Why the Winter Soldier is Less an Embodiment of Soviet Russia Than I Thought, or: Bucky Barnes, American Cold War Anxieties, and You
As you might imagine, I walked into Captain America 2 ready to get my Soviet Russia on. The Winter Soldier run is one of my favorites in—well, in any comic, really, and from what I’d seen in the trailers and whatnot, it looked like we were going to get a heaping dose of what makes that series so special and so sobering: the bloodstained underbelly of Soviet international politics, a glimpse at the way men and women were fed into the meat grinder of the State, pulped for the greater glory of their nation. In Bucky we’d see a drafted soldier kidnapped, brainwashed, and streamlined into the perfect machine. Not an ideal Soviet man, far from it; but a tool, utilitarian and dispassionate, with the five-pointed martial star on his shoulder; the awful triumph of the State over so-called human frailty.
And we did, we got all of that—insofar that you can’t have a Winter Soldier without those things. But as I watched, it became increasingly clear that this movie wasn’t looking to talk about the Soviet Union. There is a reason Bucky only speaks Russian once in the entire film. There’s a reason he’s never addressed in it. There’s a reason his code name is drawn from an investigation into one of the ugliest chapters of American history. And there is a reason that the movie takes this snarling, mechanized, indiscriminate killing machine and explicitly sets him up as Captain America’s other half.

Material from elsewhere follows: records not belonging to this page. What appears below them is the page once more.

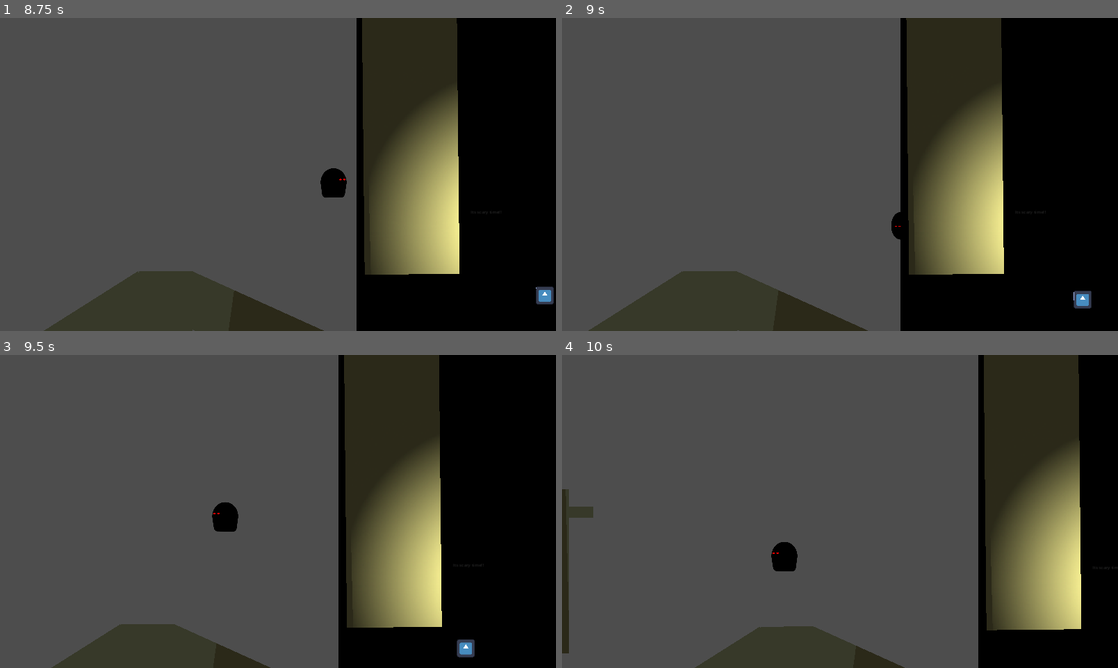
Above: before the commit, frames 1-4 (two rows, left to right).
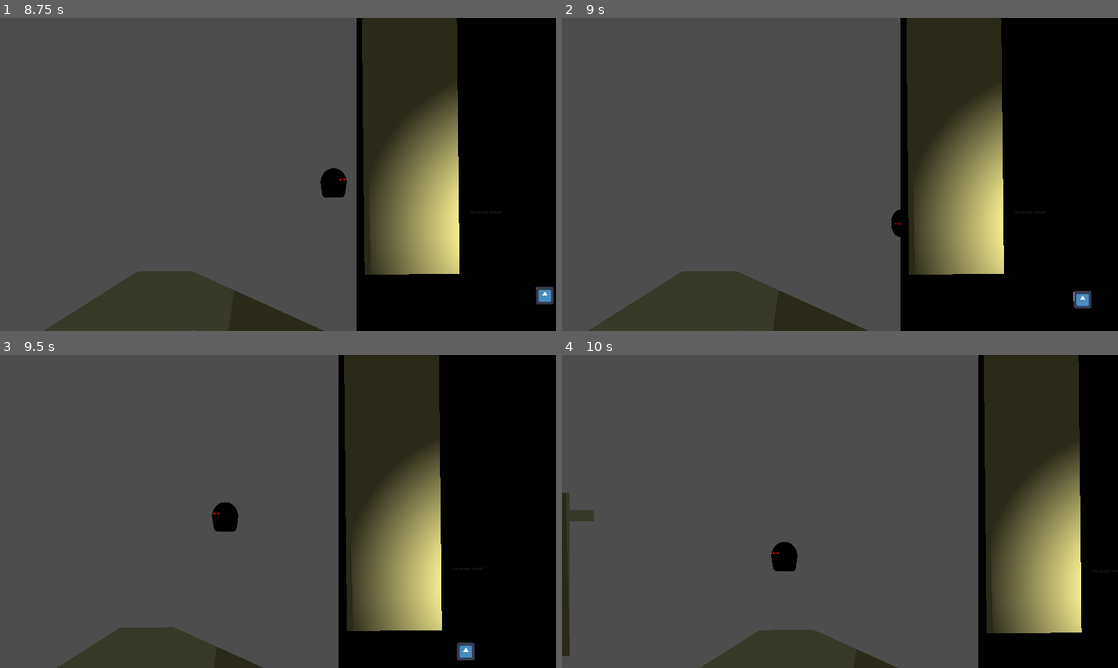
Above: after the commit, the same moments.

Repository: atiixx/piratesoftware_gamejam15
Game: Godot game, scene res://scenes/test_area.tscn
Same seed, same stepped clock (60 frames per second), same inputs: the game is played once before the commit and once after it. The engine's default icon, where the game draws it, is replaced by a stand-in: a white triangle on a blue panel in a dark square.
Inputs (mouse positions are in pixels of both pictures, inside the frame that each line leads up to):
- Up to frame 1 (8.75 s): tap Enter at 0.5 s; move the mouse to (400, 158) at 0.52 s; hold D (right) 0.53-2.03 s; tap Space (jump) at 0.6, 0.77, 1.07, 1.52, 1.55, 1.82, 2.1, 3.02, 3.05, 3.32, 3.6, 3.77, 4.07, 4.52, 4.55, 4.82, 5.1, 6.02, 6.05, 6.32, 6.6, 6.77, 7.07, 7.52, 7.55, 7.82, 8.1 s; move the mouse to (166, 190) at 1.27 s; click (166, 190) at 1.35 s; move the mouse to (333, 105) at 2.02 s; hold A (left) 2.03-2.78 s; move the mouse to (250, 237) at 2.77 s; hold D (right) 2.78-4.28 s; click (250, 237) at 2.85 s; move the mouse to (444, 221) at 3.52 s; move the mouse to (111, 127) at 4.27 s; hold A (left) 4.28-5.03 s; click (111, 127) at 4.35 s; move the mouse to (305, 174) at 5.02 s; hold D (right) 5.03-5.78 s; move the mouse to (194, 96) at 5.77 s; hold A (left) 5.78-7.28 s; click (194, 96) at 5.85 s; move the mouse to (400, 158) at 6.52 s; move the mouse to (166, 190) at 7.27 s; hold D (right) from 7.28 s (still down); click (166, 190) at 7.35 s; move the mouse to (333, 105) at 8.02 s
- Up to frame 2 (9 s): keep holding D (right); move the mouse to (812, 237) at 8.77 s; click (812, 237) at 8.85 s
- Up to frame 3 (9.5 s): keep holding D (right); tap Space (jump) at 9.02, 9.05, 9.32 s
- Up to frame 4 (10 s): move the mouse to (1006, 558) at 9.52 s; release D (right) at 9.53 s; hold A (left) from 9.53 s (still down); tap Space (jump) at 9.6, 9.77 s

Frame 1 is identical in both runs. In frame 2, less than 0.1% of the frame differs, in the area x 11-94%, y 0-93%; in frame 3, 0.7%; in frame 4, 0.8%, in the area x 0-99%, y 2-100%.
Error in both runs: Invalid assignment of property or key 'state_machine' with value of type 'Node (ModeStateMachine)' on a base object of type 'Node (BasicModeState.gd)'. (res://…

Commit message:
fix: fixed walljump

Diff:
--- a/levels/level_1.tscn
+++ b/levels/level_1.tscn
@@ -44,45 +44,45 @@
 [node name="Map" type="Node" parent="."]
 
 [node name="Polygon2D2" parent="Map" instance=ExtResource("1_5qvht")]
-material = SubResource("ShaderMaterial_mbc4p")
+material = SubResource("ShaderMaterial_df2rx")
 position = Vector2(0, -203)
 polygon = PackedVector2Array(-68, -753, 2707, -730, 2733, 520, 2444, 520, 2124, 386, 2116.02, 268.142, -89, 276)
 vertex_colors = PackedColorArray(0.151555, 0.141411, 0, 1, 0.851335, 0.144242, 0, 1, 0.857211, 0.849858, 0, 1, 0.401507, 0.990203, 0, 1, 0.0933278, 0.790891, 0, 1, 0.159249, 0.865908, 0, 1, 0.143482, 0.850564, 0, 1)
 
 [node name="Plattform" parent="Map" instance=ExtResource("1_5qvht")]
-material = SubResource("ShaderMaterial_a5hi1")
+material = SubResource("ShaderMaterial_01tbq")
 position = Vector2(1212, 1012)
 polygon = PackedVector2Array(-150, -40, 150, -40, 150, 40, -150, 40)
 vertex_colors = PackedColorArray(0.146447, 0.146447, 0, 1, 0.853553, 0.146447, 0, 1, 0.853553, 0.853553, 0, 1, 0.146447, 0.853553, 0, 1)
 
 [node name="Plattform4" parent="Map" instance=ExtResource("1_5qvht")]
-material = SubResource("ShaderMaterial_n64n2")
+material = SubResource("ShaderMaterial_gan8r")
 position = Vector2(1594, 849)
 polygon = PackedVector2Array(-150, -40, 150, -40, 150, 40, -150, 40)
 vertex_colors = PackedColorArray(0.146447, 0.146447, 0, 1, 0.853553, 0.146447, 0, 1, 0.853553, 0.853553, 0, 1, 0.146447, 0.853553, 0, 1)
 
 [node name="Plattform5" parent="Map" instance=ExtResource("1_5qvht")]
-material = SubResource("ShaderMaterial_aj1a4")
+material = SubResource("ShaderMaterial_y7pxm")
 position = Vector2(1594, 849)
 polygon = PackedVector2Array(-150, -40, 150, -40, 150, 40, -150, 40)
 vertex_colors = PackedColorArray(0.146447, 0.146447, 0, 1, 0.853553, 0.146447, 0, 1, 0.853553, 0.853553, 0, 1, 0.146447, 0.853553, 0, 1)
 
 [node name="Plattform3" parent="Map" instance=ExtResource("1_5qvht")]
-material = SubResource("ShaderMaterial_c4ap7")
+material = SubResource("ShaderMaterial_3tsfu")
 position = Vector2(2034, 671)
 polygon = PackedVector2Array(-150, -40, 150, -40, 150, 40, -150, 40)
 vertex_colors = PackedColorArray(0.146447, 0.146447, 0, 1, 0.853553, 0.146447, 0, 1, 0.853553, 0.853553, 0, 1, 0.146447, 0.853553, 0, 1)
 
 [node name="Polygon2D" parent="Map" instance=ExtResource("1_5qvht")]
-material = SubResource("ShaderMaterial_1nhnp")
+material = SubResource("ShaderMaterial_00qca")
 polygon = PackedVector2Array(-1865, -782, -67, -754, -53, 1021, 917, 1017, 919, 1141, 1345, 1359, 2336, 1353, 2344, 528, 2989, 492, 2989, -277, 10523, -355, 10510, 3150, -2161, 3078)
 vertex_colors = PackedColorArray(0.163098, 0.130545, 0, 1, 0.854909, 0.147808, 0, 1, 0.851424, 0.14433, 0, 1, 0.849955, …(250 unchanged characters)…
 
 [node name="Polygon2D3" parent="Map" instance=ExtResource("1_5qvht")]
-material = SubResource("ShaderMaterial_5neoh")
+material = SubResource("ShaderMaterial_c3rij")
 polygon = PackedVector2Array(3974, -2565, 10318, -2606, 10318, -756, 9517, -776, 9524, -2189, 4411, -2148, 4438, -514, 3779, -507, 3745, -2606)
 vertex_colors = PackedColorArray(0.542623, 0.00182003, 0, 1, 0.852409, 0.145306, 0, 1, 0.849113, 0.857939, 0, 1, 0.141198, 0.848225, 0, 1, 0.146989, 0.854095, 0, 1, 0.857865, 0.849189, 0, 1, 0.858319, 0.848723, 0, 1, 0.151219, 0.858262, 0, 1, 0.176015, 0.119167, 0, 1)
 
 [node name="Player" parent="." instance=ExtResource("3_b6xq5")]
-position = Vector2(40, 867)
+position = Vector2(2711, 408)
 jump_speed = -700.0
--- a/scenes/player/player.tscn
+++ b/scenes/player/player.tscn
@@ -612,7 +612,7 @@
 [node name="Sprite2D" type="Sprite2D" parent="."]
 position = Vector2(0, -2)
 scale = Vector2(0.24, 0.24)
-texture = ExtResource("2_glryq")
+texture = ExtResource("4_3quwx")
 
 [node name="AttackSprite2D" type="Sprite2D" parent="Sprite2D"]
 visible = false
@@ -700,18 +700,18 @@
 
 [node name="LUpWallDetection" type="RayCast2D" parent="Raycasts"]
 position = Vector2(0, -30)
-target_position = Vector2(-51, 0)
+target_position = Vector2(-55, 0)
 
 [node name="RUpWallDetection" type="RayCast2D" parent="Raycasts"]
 position = Vector2(0, -30)
-target_position = Vector2(51, 0)
+target_position = Vector2(55, 0)
 
 [node name="LDownWallDetection" type="RayCast2D" parent="Raycasts"]
 position = Vector2(0, 30)
-target_position = Vector2(-51, 0)
+target_position = Vector2(-55, 0)
 
 [node name="RDownWallDetection" type="RayCast2D" parent="Raycasts"]
 position = Vector2(0, 30)
-target_position = Vector2(51, 0)
+target_position = Vector2(55, 0)
 
 [connection signal="timeout" from="AttackCooldown" to="." method="_on_cd_timer_timeout"]
--- a/scenes/terrain/polygon_terrain.tscn
+++ b/scenes/terrain/polygon_terrain.tscn
@@ -4,14 +4,12 @@
 [ext_resource type="Shader" path="res://shaders/terrain/polygon_terrain.gdshader" id="2_jg5os"]
 [ext_resource type="Shader" path="res://shaders/terrain/polygon_inside.gdshader" id="2_x36is"]
 
-
-[sub_resource type="ShaderMaterial" id="ShaderMaterial_nvah5"]
+[sub_resource type="ShaderMaterial" id="ShaderMaterial_unmrf"]
 shader = ExtResource("2_x36is")
 shader_parameter/color = null
 shader_parameter/highlight_color = null
 
-
-[sub_resource type="ShaderMaterial" id="ShaderMaterial_vtaor"]
+[sub_resource type="ShaderMaterial" id="ShaderMaterial_jxiy7"]
 shader = ExtResource("2_jg5os")
 shader_parameter/color = null
 shader_parameter/highlight_color = null
--- a/scenes/test_area.tscn
+++ b/scenes/test_area.tscn
@@ -1,9 +1,8 @@
-[gd_scene load_steps=14 format=3 uid="uid://dwnqr56buo87y"]
+[gd_scene load_steps=13 format=3 uid="uid://dwnqr56buo87y"]
 
 [ext_resource type="Texture2D" uid="uid://clhkxk2kg33i3" path="res://art/2d_lights_and_shadows_neutral_point_light.webp" id="1_mdrwf"]
 [ext_resource type="PackedScene" uid="uid://6n2wgches1ia" path="res://scenes/player/player.tscn" id="1_vnexx"]
 [ext_resource type="Texture2D" uid="uid://dorrmsbd0vg42" path="res://icon.svg" id="2_dl6bu"]
-[ext_resource type="AudioStream" uid="uid://dyncm577jbe4u" path="res://music/OrganTest2.wav" id="4_j6lto"]
 
 [sub_resource type="QuadMesh" id="QuadMesh_uqggf"]
 
@@ -289,9 +288,3 @@
 
 [node name="Player" parent="." instance=ExtResource("1_vnexx")]
 position = Vector2(2402, 504)
-jump_speed = -1000.0
-
-[node name="AudioStreamPlayer" type="AudioStreamPlayer" parent="."]
-stream = ExtResource("4_j6lto")
-volume_db = -12.504
-autoplay = true
--- a/scripts/states/characters/player/PlayerJumpState.gd
+++ b/scripts/states/characters/player/PlayerJumpState.gd
@@ -48,7 +48,7 @@
 # Virtual function. Called by the state machine before changing the active state. Use this function
 # to clean up the state.
 func exit() -> void:
-	var jumped = false
+	jumped = false
 	player.wall_dash = false
 
 func check_for_transition():
@@ -58,6 +58,6 @@
 	if((Input.is_action_just_pressed("left") or Input.is_action_just_pressed("right")) and player.is_on_floor() and !player.is_on_wall()):
 		state_machine.transition_to("Walking")
 		player.anim_tree_playback.travel("Walk")
-	if(player.velocity.x == 0 and get_wall_press_state() != Enums.WALL_DIRECTION.NONE):
+	if(get_wall_press_state() != Enums.WALL_DIRECTION.NONE):
 		state_machine.transition_to("Wall")
 		player.anim_tree_playback.travel("Wall")
--- a/scripts/states/characters/player/PlayerState.gd
+++ b/scripts/states/characters/player/PlayerState.gd
@@ -73,10 +73,12 @@
 func get_wall_press_state():
 	var direction = Input.get_axis("left", "right")
 	if player.l_up_wall_raycast.is_colliding() and player.l_down_wall_raycast.is_colliding():
-		if direction < 0:
+		var normal = player.l_up_wall_raycast.get_collision_normal()
+		if direction < 0 and player.velocity.x <= 0:
 			return Enums.WALL_DIRECTION.LEFT
 	elif player.r_up_wall_raycast.is_colliding() and player.r_down_wall_raycast.is_colliding():
-		if direction > 0:
+		var normal = player.r_up_wall_raycast.get_collision_normal()
+		if direction > 0 and player.velocity.x >= 0:
 			return Enums.WALL_DIRECTION.RIGHT
 
 	return Enums.WALL_DIRECTION.NONE
--- a/scripts/states/characters/player/PlayerWallState.gd
+++ b/scripts/states/characters/player/PlayerWallState.gd
@@ -25,6 +25,7 @@
 # is a dictionary with arbitrary data the state can use to initialize itself.
 func enter(_msg := {}) -> void:
 	print(name)
+	player.wall_dash = false
 	player.can_attack = false
 	#Check where the wall is
 	match get_wall_press_state():
Not shown: 1 places in levels/level_1.tscn that only renumber resources
Not shown: 2 places in scenes/terrain/polygon_terrain.tscn that only renumber resources
Not shown: 2 places in scenes/test_arena_2.tscn that only renumber resources

I’ve seen some reviews going after the film for pulling its punches, of holding up the Greatest Generation as America’s past, and a polluted security branch as its future, absolving it of responsibility for its actions in both cases. It’s HYDRA now and “sacrifices for freedom” then; why aren’t we interrogating ourselves a little harder?
My answer to that is: we did, and the movie is named after what we found.
The Winter Soldier is concerned with security and international supremacy, and the moral compromises America has made (and continues to make) in pursuit of both. It draws a straight line from WWII America to the modern day, where “we did some things we weren’t proud of” becomes drone warfare and Big Brother. Steve is at one end of this timeline, Nick Fury at the other. There’s a chasm of about fifty years between the two points. That’s where the Winter Soldier steps in.
This film is haunted by an American war, yes. But not the one Steve fought in. The Cold War was “a battle for the soul of mankind”, waged across millions of hearts and minds, and it’s a patched-over burn in the American psyche, barely healed and still tender to the touch. We emerged on the other side of forty-four years as the world’s one and only superpower. And it fucking cost us.
McCarthyism saw Americans turning on one another, fueled by snarling, indiscriminate paranoia. Operation Paperclip recruited Nazi scientists to keep German technology out of Soviet hands. Vietnam, with its thousands dead, was fought to keep the dominoes of Communism from falling across Asia. America, augmented by an unimaginable weapon and ruthlessly militarized, spied, ordered assassinations, irradiated its own children, and dragged the world to the brink of nuclear holocaust. All for the sake of security.
The Winter Soldier is that America.
Inhuman, bionic, unfeeling, unthinking, the perfect weapon: a creature of progress, powered by pure ideology. The mind wipes? Decades of propaganda in its purest, most undiluted form, administered directly to the brain. The arm? I know a nuclear metaphor when I see one.
If Cap is the potential of America, what we should never stop striving for, the Winter Soldier is what became of us when we fell desperately short. He is what we did to ourselves.
In many ways this film is a ghost story, and like all good ghost stories, it holds up the tragedy of our mistakes and begs us not to repeat them. What SHIELD proposes—Project Insight—is assured destruction, a level of control over a population not exercised since we were staring Russia down over a launch pad. And so the Winter Soldier appears, the long cold shadow of America’s past, and crashes into the hope for its future with the ring of a metal fist against a shield.
Cap can’t destroy him, what’s done is done. Bucky can’t be unwounded, or given back his stolen time; the blood on his hands won’t be scrubbed out. But they can walk slowly together, one helping the other stand.
Steve can’t progress without Bucky, just as, the film seems to say, America itself is doomed to fester unless it looks to its past and acknowledges what it has done; the things it has ground into dust in the name of a higher cause. In the MCU, the only way Captain America’s country will move forward is if it swears to never, ever go back.